Poetry: Young Lady Going to Dakar | clivejames.com
[Invisible line of text as temporary way to expand content column justified text width to hit margins on most viewports, simply for improved display stability in the interval between column creation and loading]

Young Lady Going to Dakar

Another annual boat trip from Le Havre
To Bordeaux, but this time different. When Lautrec
Beheld the girl from Cabin 54
On deck reading, he decided to stay on
Until Lisbon at least. Painting had raised
The Paris cabarets, dance-halls and brothels
To angelic levels, but this unclouded creature
Started where all that finished.
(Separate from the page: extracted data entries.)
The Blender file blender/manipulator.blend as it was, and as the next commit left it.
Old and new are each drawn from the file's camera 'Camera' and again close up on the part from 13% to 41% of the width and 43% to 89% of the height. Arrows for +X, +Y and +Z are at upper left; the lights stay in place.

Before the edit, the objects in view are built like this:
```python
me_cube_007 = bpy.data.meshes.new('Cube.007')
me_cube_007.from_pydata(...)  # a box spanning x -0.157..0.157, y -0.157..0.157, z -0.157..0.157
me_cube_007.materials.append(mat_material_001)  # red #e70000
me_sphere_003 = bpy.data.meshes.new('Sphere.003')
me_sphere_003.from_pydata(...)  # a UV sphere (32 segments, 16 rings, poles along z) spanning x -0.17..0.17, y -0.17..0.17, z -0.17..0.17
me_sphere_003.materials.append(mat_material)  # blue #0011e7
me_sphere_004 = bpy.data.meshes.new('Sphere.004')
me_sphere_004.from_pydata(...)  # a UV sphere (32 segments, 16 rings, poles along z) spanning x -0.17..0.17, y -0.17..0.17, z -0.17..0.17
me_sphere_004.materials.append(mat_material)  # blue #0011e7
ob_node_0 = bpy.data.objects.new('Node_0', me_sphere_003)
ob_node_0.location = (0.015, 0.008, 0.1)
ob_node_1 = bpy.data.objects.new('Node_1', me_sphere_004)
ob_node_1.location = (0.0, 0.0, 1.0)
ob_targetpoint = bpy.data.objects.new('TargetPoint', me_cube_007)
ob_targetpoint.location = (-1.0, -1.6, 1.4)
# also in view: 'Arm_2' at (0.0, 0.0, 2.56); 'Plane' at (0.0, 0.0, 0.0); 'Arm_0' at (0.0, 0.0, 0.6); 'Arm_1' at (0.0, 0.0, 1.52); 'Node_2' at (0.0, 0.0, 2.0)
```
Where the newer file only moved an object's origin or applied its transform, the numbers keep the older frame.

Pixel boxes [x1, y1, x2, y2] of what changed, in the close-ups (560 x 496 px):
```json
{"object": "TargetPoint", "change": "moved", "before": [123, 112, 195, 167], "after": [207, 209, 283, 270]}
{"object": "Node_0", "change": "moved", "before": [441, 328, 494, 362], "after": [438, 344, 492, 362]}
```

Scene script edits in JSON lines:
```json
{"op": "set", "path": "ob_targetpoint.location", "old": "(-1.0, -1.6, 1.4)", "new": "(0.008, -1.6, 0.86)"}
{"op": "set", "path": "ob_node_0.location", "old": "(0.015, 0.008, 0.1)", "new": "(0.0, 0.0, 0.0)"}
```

How not dream –
As she in her deckchair read and he nearby
Sketched for La Passagère du cinquante-quatre:
Promenade en yacht – that she would see his tears
And ask him to come with her to Dakar,
There to return his looks with the same favour,
Even for his legs? (Said Goebbels of his actress:
“She makes me forget my foot.”) The painter's friend
Maurice Gilbert howled down the mad idea
Of Africa. They got off at Lisbon
And returned to Bordeaux overland by way
Of Madrid and Toledo, where, for the first time,
He saw El Greco. Dry-eyed, he took on
More strength, as if more strength were what he needed,
And not what he would instantly have traded
For just one glance from her untouched by pity:
Not even playful. Casual would have done.
The naked flame behind that cabin door!
Perish the thought. Paint her and finish her,
Drowned like the Holy Name in molten gold.